# Going all myth-buster on my butterfly bands



## KawKan (May 11, 2013)

The great thing about having a chronograph is that you can test your ideas about slingshot band performance. I have long “felt” that there was a myth about performance of the butterfly draw versus shorter draws. In particular that increased speed was due simply to having more latex in the longer bands.
I spent one of our recent cold and rainy days testing that idea.
Speed is in Feet per Second.








*Big difference:* Draw weight. Bands for the face draw pulled 11.61 pounds and butterfly bands pulled 5.33. I notice that is close to twice the pull for the bands that are twice as wide.
*Speed differences:* Meh. About 3 percent overall performance difference. That could easily be attributed to testing error. The butterfly performance did have a consistent, small advantage across all ammo weights. I suspect my butterfly draw pulling against bands is a bit longer than my butterfly draw holding a steel tape.
*Efficiency:* Output velocity per pound of input draw weight - the butterfly bands win in a cake walk. The butterfly input is about 46 percent of the face draw input for a 3 percent difference in output.









*Method* (details may make your head hurt!)
I cut two sets of bands (GZK .62 orange/yellow), one for a 28-inch draw, and one for a 56-inch draw. So one set is twice as long. The math for getting ⅕ the draw length resulted in latex rectangles 1.5 inches wide by 5.6 inches long (8.4 square inches) and .75 inches by 11.2 inches (8.4 square inches).
The rectangles were each split for band sets with a 1 by .5 inch taper or .5 by .25 inch taper (both 2:1). The lengths were marked on the latex and the tapers were cut at the lines. Identical pouches were mounted on the narrow ink lines and the wide ink lines were mounted into clamps on slingshots with identical fork widths.








Any surprises?


----------



## JASling (Feb 4, 2019)

Great information!!!

Sent from my SM-G960U using Tapatalk


----------



## spewing (Mar 13, 2016)

thanks for that post. 
Very interesting to see that your measured results confirm my gut feeling.


----------



## skarrd (Jul 20, 2011)

good info,thank you,yes the math was a bit confusing but the woman was here to help me understand it "more better"
lol


----------



## Valery (Jan 2, 2020)

Very interesting information.
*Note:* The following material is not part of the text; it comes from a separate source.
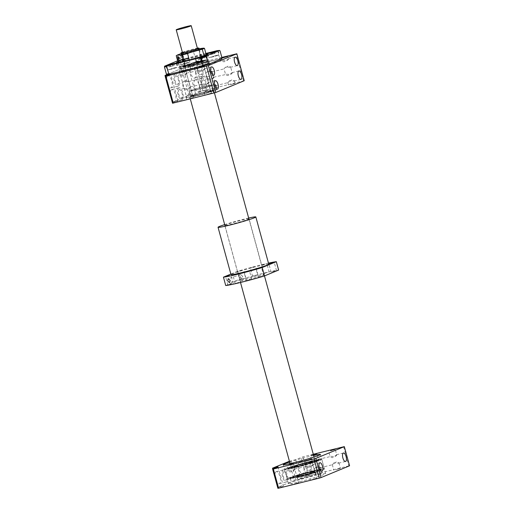 <?xml version="1.0" encoding="UTF-8"?>
<svg xmlns="http://www.w3.org/2000/svg" width="514" height="514" viewBox="0 0 514 514"><rect width="100%" height="100%" fill="white"/><g stroke="black" fill="none" stroke-linecap="round" stroke-linejoin="round"><path stroke-width="0.39" stroke-dasharray="2.57 1.93" d="M307.77 462.42A12.439 0.681 164.7 0 1 315.146 461.045A12.439 0.681 164.7 0 1 303.331 464.984A12.439 0.681 164.7 0 1 291.155 467.605A12.439 0.681 164.7 0 1 307.77 462.42M206.358 91.717A12.439 0.681 -15.3 0 0 189.743 96.908A12.439 0.681 -15.3 0 0 201.918 94.28A12.439 0.681 -15.3 0 0 213.734 90.342A12.439 0.681 -15.3 0 0 206.358 91.717M310.058 475.469A9.329 0.508 164.7 0 1 315.59 474.441A9.329 0.508 164.7 0 1 306.729 477.39A9.329 0.508 164.7 0 1 297.593 479.363A9.329 0.508 164.7 0 1 310.058 475.469M309.524 473.522A9.329 0.508 -15.3 0 0 297.066 477.416A9.329 0.508 -15.3 0 0 306.196 475.45A9.329 0.508 -15.3 0 0 315.056 472.494A9.329 0.508 -15.3 0 0 309.524 473.522M309.364 473.593A8.892 0.482 164.7 0 1 314.639 472.61A8.892 0.482 164.7 0 1 306.19 475.424A8.892 0.482 164.7 0 1 297.484 477.3A8.892 0.482 164.7 0 1 309.364 473.593M309.075 472.546A8.892 0.482 -15.3 0 0 297.195 476.253A8.892 0.482 -15.3 0 0 305.901 474.377A8.892 0.482 -15.3 0 0 314.35 471.563A8.892 0.482 -15.3 0 0 309.075 472.546M309.235 472.475A9.329 0.508 164.7 0 1 314.767 471.447A9.329 0.508 164.7 0 1 305.907 474.396A9.329 0.508 164.7 0 1 296.777 476.369A9.329 0.508 164.7 0 1 309.235 472.475M306.614 462.896A9.329 0.508 -15.3 0 0 294.156 466.789A9.329 0.508 -15.3 0 0 303.286 464.817A9.329 0.508 -15.3 0 0 312.146 461.868A9.329 0.508 -15.3 0 0 306.614 462.896M182.444 52.556A7.774 0.424 164.7 0 1 189.833 50.102A7.774 0.424 164.7 0 1 197.44 48.457M182.374 52.293A9.278 0.508 164.7 0 1 197.37 48.188M198.295 95.051A9.278 0.508 -15.3 0 0 210.689 91.177A9.278 0.508 -15.3 0 0 201.604 93.137A9.278 0.508 -15.3 0 0 192.789 96.073A9.278 0.508 -15.3 0 0 198.295 95.051M190.052 86.956C190.765 87.129 190.315 87.74 188.715 88.787L183.967 88.472C183.498 89.192 184.237 89.648 186.177 89.841L190.366 87.02L188.779 81.212L188.471 81.604L183.826 81.251L182.181 83.017L186.37 80.203L188.779 81.212M179.36 89.603A4.35 1.735 76.1 0 0 179.257 89.635A4.35 1.735 76.1 0 0 178.756 94.37A4.35 1.735 76.1 0 0 181.455 98.052A4.35 1.735 76.1 0 0 182.091 93.413A4.35 1.735 76.1 0 0 179.36 89.603L184.07 88.434L183.768 88.826L182.181 83.017M186.286 73.187C186.993 73.354 186.55 73.965 184.95 75.012L180.196 74.697C179.733 75.417 180.472 75.873 182.406 76.066L186.601 73.251L185.888 70.643M175.589 75.834A4.35 1.735 76.1 0 0 175.492 75.866A4.35 1.735 76.1 0 0 174.991 80.602A4.35 1.735 76.1 0 0 177.69 84.283A4.35 1.735 76.1 0 0 178.319 79.638A4.35 1.735 76.1 0 0 175.589 75.834L180.305 74.659L180.003 75.057L179.29 72.448M188.689 99.022L193.258 97.589L188.689 99.022M187.597 95.026L186.171 96.883L190.135 93.972L192.544 94.987L192.242 95.379L187.597 95.026M213.618 77.222C214.325 77.396 213.882 78.006 212.282 79.053L207.527 78.738C207.065 79.458 207.797 79.914 209.738 80.1L213.927 77.286L212.34 71.478L212.031 71.87L207.386 71.517L205.741 73.284L209.93 70.463L212.34 71.478M202.921 79.869A4.35 1.735 76.1 0 0 202.818 79.901A4.35 1.735 76.1 0 0 202.317 84.637A4.35 1.735 76.1 0 0 205.015 88.318A4.35 1.735 76.1 0 0 205.651 83.679A4.35 1.735 76.1 0 0 202.921 79.869L207.637 78.7L207.328 79.092L205.741 73.284M209.847 63.447C210.554 63.62 210.11 64.231 208.511 65.278L203.756 64.963C203.293 65.683 204.032 66.139 205.973 66.332L210.162 63.511L209.449 60.909L202.85 62.714L209.449 60.909M199.149 66.094A4.35 1.735 76.1 0 0 199.053 66.126A4.35 1.735 76.1 0 0 198.552 70.861A4.35 1.735 76.1 0 0 201.25 74.543A4.35 1.735 76.1 0 0 201.88 69.904A4.35 1.735 76.1 0 0 199.149 66.094L203.865 64.925L203.563 65.317L202.85 62.714M212.25 89.282L216.818 87.855L212.25 89.282M211.158 85.292L209.731 87.149L213.696 84.238L216.105 85.247L215.803 85.639L211.158 85.292M208.324 82.426C209.031 82.593 208.588 83.204 206.988 84.251L202.233 83.936C201.771 84.656 202.503 85.112 204.443 85.305L208.633 82.491L207.046 76.676L206.744 77.068L202.098 76.715L200.447 78.481L204.636 75.667L207.046 76.676M190.141 86.93L202.034 84.296L200.447 78.481M204.553 68.651C205.266 68.818 204.816 69.429 203.216 70.482L198.462 70.161C197.999 70.881 198.738 71.337 200.678 71.53L204.868 68.715L204.154 66.107M186.376 73.155L198.269 70.521L197.556 67.912M206.956 94.486L211.524 93.06L206.956 94.486M205.863 90.49L204.437 92.347L208.401 89.442L210.811 90.451L210.509 90.843L205.863 90.49M231.885 72.686C232.591 72.859 232.148 73.47 230.548 74.517L225.794 74.202C225.331 74.922 226.064 75.378 228.004 75.571L232.193 72.757L230.606 66.942L230.304 67.334L225.659 66.981L224.008 68.748L228.197 65.933L230.606 66.942M213.702 77.196L225.601 74.556L224.008 68.748M228.113 58.917C228.826 59.084 228.377 59.695 226.777 60.742L222.029 60.427C221.56 61.147 222.299 61.603 224.239 61.796L228.428 58.981L227.715 56.373M209.937 63.421L221.83 60.787L221.116 58.178L221.945 57.819M216.664 50.777L217.711 51.156L219.677 58.345A29.844 1.626 164.7 0 1 222.016 58.056L221.116 58.178M230.516 84.752L235.084 83.319L230.516 84.752M229.424 80.756L227.998 82.613L231.968 79.702L234.371 80.717L234.069 81.109L229.424 80.756M208.992 64.096L221.791 58.808A29.227 1.593 164.7 0 0 218.97 59.161L186.852 67.135A29.227 1.593 164.7 0 0 179.739 69.255L166.947 74.536L181.648 68.465L189.017 95.411L172.389 102.286L165.264 76.239M177.632 60.813A29.227 1.593 164.7 0 1 184.577 58.744L205.883 53.456M177.895 61.776A16.165 0.88 164.7 0 1 191.838 57.44A16.165 0.88 164.7 0 1 206.05 54.079M185.541 58.57L188.767 57.973L183.601 59.695L178.274 60.845L185.541 58.57M166.934 74.536L179.72 69.249L179.939 68.503A29.844 1.626 164.7 0 1 185.824 66.749L186.858 67.122A29.234 1.593 -15.3 0 0 186.839 67.128L218.977 59.155L186.858 67.122M179.939 68.503L177.972 61.314L177.426 60.877M206.384 60.016A13.679 0.745 164.7 0 0 206.654 59.817L202.471 60.363A13.679 0.745 164.7 0 0 193.99 62.47L183.819 65.484A13.679 0.745 164.7 0 0 180.279 66.948L184.462 66.402A13.679 0.745 164.7 0 0 192.943 64.301L203.114 61.282A13.679 0.745 164.7 0 0 206.384 60.016L207.476 59.412A14.925 0.816 164.7 0 1 205.304 60.305L203.114 61.282M197.858 61.571A11.816 0.642 164.7 0 1 204.861 60.266A11.816 0.642 164.7 0 1 193.637 64.006A11.816 0.642 164.7 0 1 182.072 66.499A11.816 0.642 164.7 0 1 197.858 61.571M177.394 56.501L177.883 56.379A1.863 0.745 -103.9 0 1 179.039 57.953A1.863 0.745 -103.9 0 1 178.821 59.984A1.863 0.745 -103.9 0 1 178.782 59.997A1.863 0.745 -103.9 0 1 177.606 58.365A1.863 0.745 -103.9 0 1 177.883 56.379C176.508 55.634 178.024 61.314 178.782 59.997L178.377 60.093C177.272 59.238 176.944 58.037 177.394 56.501C178.731 57.298 179.058 58.5 178.377 60.093M176.36 55.621A14.925 0.816 164.7 0 1 178.429 54.786L181.461 65.863L183.819 65.484M178.095 62.509L179.264 66.769A14.925 0.816 164.7 0 1 181.461 65.863M172.389 102.286L178.017 100.962L172.537 103.23M244.227 80.73L202.837 90.914L195.571 93.709L189.017 95.411M207.527 91.235A15.574 0.848 164.7 0 1 216.767 89.52A15.574 0.848 164.7 0 1 201.963 94.447A15.574 0.848 164.7 0 1 186.717 97.737A15.574 0.848 164.7 0 1 207.527 91.235A15.542 0.848 164.7 0 1 216.735 89.526A15.542 0.848 164.7 0 1 201.963 94.447A15.542 0.848 164.7 0 1 186.743 97.731A15.542 0.848 164.7 0 1 207.515 91.241M206.05 91.845A11.597 0.63 164.7 0 1 212.924 90.567A11.597 0.63 164.7 0 1 201.906 94.235A11.597 0.63 164.7 0 1 190.553 96.683A11.597 0.63 164.7 0 1 206.05 91.845M193.99 62.47L196.181 61.494L193.148 50.417L190.797 50.79A13.679 0.745 164.7 0 1 199.079 48.727M190.797 50.79L181.179 53.642M181.307 54.105A9.329 0.508 164.7 0 1 190.135 51.214A9.329 0.508 164.7 0 1 199.207 49.209M184.025 61.269L185.316 65.985L184.462 66.402M189.293 59.952L190.585 64.674A14.925 0.816 164.7 0 1 185.316 65.985M193.148 50.417A14.925 0.816 164.7 0 1 198.423 49.106L201.456 60.183L202.471 60.363M196.181 61.494A14.925 0.816 164.7 0 1 201.456 60.183M204.026 55.621L205.304 60.305M206.249 54.805L207.508 59.399A14.925 0.816 164.7 0 1 207.476 59.412M199.406 61.596A15.542 0.848 -15.3 0 0 178.634 68.086A15.542 0.848 -15.3 0 0 193.855 64.803A15.542 0.848 -15.3 0 0 208.626 59.881A15.542 0.848 -15.3 0 0 199.406 61.596M197.787 62.265A11.192 0.61 164.7 0 1 204.424 61.031A11.192 0.61 164.7 0 1 193.791 64.571A11.192 0.61 164.7 0 1 182.836 66.936A11.192 0.61 164.7 0 1 197.787 62.265M197.935 61.873A11.816 0.642 164.7 0 1 204.945 60.568A11.816 0.642 164.7 0 1 193.72 64.308A11.816 0.642 164.7 0 1 182.155 66.801A11.816 0.642 164.7 0 1 197.935 61.873M197.704 61.963A11.192 0.61 164.7 0 1 204.341 60.729A11.192 0.61 164.7 0 1 193.707 64.269A11.192 0.61 164.7 0 1 182.753 66.634A11.192 0.61 164.7 0 1 197.704 61.963M192.943 64.301L190.585 64.674M199.278 48.682L198.423 49.106M206.654 59.817L207.508 59.399M180.626 53.809L178.429 54.786M180.279 66.948L179.264 66.769M178.082 62.464A15.542 0.848 164.7 0 1 198.012 56.508A15.542 0.848 164.7 0 1 206.236 54.76M206.422 54.741A15.542 0.848 164.7 0 1 207.232 54.792A15.542 0.848 164.7 0 1 207.219 54.844A15.542 0.848 164.7 0 1 186.46 61.275A15.542 0.848 164.7 0 1 177.279 63.036A15.542 0.848 164.7 0 1 177.24 62.997A15.542 0.848 164.7 0 1 177.915 62.535M198.565 64.334A6.219 2.474 76.1 0 0 197.845 71.099A6.219 2.474 76.1 0 0 201.7 76.355A6.219 2.474 76.1 0 0 202.606 69.724A6.219 2.474 76.1 0 0 198.7 64.289A6.219 2.474 76.1 0 0 198.565 64.334M202.33 78.109A6.219 2.474 76.1 0 0 201.61 84.874A6.219 2.474 76.1 0 0 205.465 90.13A6.219 2.474 76.1 0 0 206.371 83.499A6.219 2.474 76.1 0 0 202.471 78.057A6.219 2.474 76.1 0 0 202.33 78.109M174.998 74.067A6.219 2.474 76.1 0 0 174.278 80.833A6.219 2.474 76.1 0 0 178.14 86.089A6.219 2.474 76.1 0 0 179.039 79.458A6.219 2.474 76.1 0 0 175.139 74.022A6.219 2.474 76.1 0 0 174.998 74.067M178.769 87.843A6.219 2.474 76.1 0 0 178.05 94.608A6.219 2.474 76.1 0 0 181.905 99.864A6.219 2.474 76.1 0 0 182.811 93.233A6.219 2.474 76.1 0 0 178.911 87.798A6.219 2.474 76.1 0 0 178.769 87.843M191.362 66.12A6.219 2.474 76.1 0 0 190.649 72.885A6.219 2.474 76.1 0 0 194.504 78.141A6.219 2.474 76.1 0 0 195.404 71.51A6.219 2.474 76.1 0 0 191.504 66.075A6.219 2.474 76.1 0 0 191.362 66.12M195.134 79.895A6.219 2.474 76.1 0 0 194.414 86.66A6.219 2.474 76.1 0 0 198.269 91.916A6.219 2.474 76.1 0 0 199.175 85.285A6.219 2.474 76.1 0 0 195.275 79.85A6.219 2.474 76.1 0 0 195.134 79.895M167.802 75.854A6.219 2.474 76.1 0 0 167.082 82.619A6.219 2.474 76.1 0 0 170.944 87.875A6.219 2.474 76.1 0 0 171.843 81.244A6.219 2.474 76.1 0 0 167.943 75.809A6.219 2.474 76.1 0 0 167.802 75.854M171.573 89.629A6.219 2.474 76.1 0 0 170.854 96.394A6.219 2.474 76.1 0 0 174.709 101.65A6.219 2.474 76.1 0 0 175.615 95.019A6.219 2.474 76.1 0 0 171.715 89.584A6.219 2.474 76.1 0 0 171.573 89.629M243.495 80.826L236.119 53.874M221.836 57.42L195.468 63.967L188.201 66.762L181.648 68.465M202.837 90.914L195.468 63.967M201.051 91.447L193.675 64.494M195.571 93.709L188.201 66.762M178.017 100.962L170.642 74.016M190.591 94.949L183.215 67.996M173.032 102.202L165.861 75.988M219.677 58.345L218.964 59.155A29.234 1.593 -15.3 0 0 218.964 59.155L218.97 59.161M177.972 61.314A29.844 1.626 164.7 0 1 183.858 59.56L185.824 66.749M183.858 59.56L184.577 58.744M197.01 62.252A9.329 0.508 164.7 0 1 202.542 61.224A9.329 0.508 164.7 0 1 193.682 64.173A9.329 0.508 164.7 0 1 184.552 66.145A9.329 0.508 164.7 0 1 197.01 62.252M196.894 62.297A9.014 0.495 164.7 0 1 202.227 61.282A9.014 0.495 164.7 0 1 193.675 64.16A9.014 0.495 164.7 0 1 184.86 66.03A9.014 0.495 164.7 0 1 196.894 62.297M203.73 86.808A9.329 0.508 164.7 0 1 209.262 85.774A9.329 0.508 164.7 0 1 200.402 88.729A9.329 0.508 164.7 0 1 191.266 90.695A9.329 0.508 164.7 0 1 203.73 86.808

Thank you! I don't shoot butterfly style, but it seems to me that we should compare ribbons of different length but equal taper. For example, 15x20x160 mm for classic style and 15x20x320 mm for butterfly style. In this case there should be a significant increase in speed with equal traction.


----------



## High Desert Flipper (Aug 29, 2020)

Awesome stuff, I love it! I hadn't thought about looking at butterfly vs short in terms of total volume of latex. Really cool! Also very cool to see that overall speed is tightly linked to latex volume but that draw weight of that volume can be hugely altered by changing the shape that the volume is in, so long as you can draw it to the same elongation. Really cool stuff, thanks for sharing this!


----------



## Pedroito (Aug 22, 2021)

"*Efficiency:* Output velocity per pound of input draw weight - the butterfly bands win in a cake walk. The butterfly input is about 46 percent of the face draw input for a 3 percent difference in output."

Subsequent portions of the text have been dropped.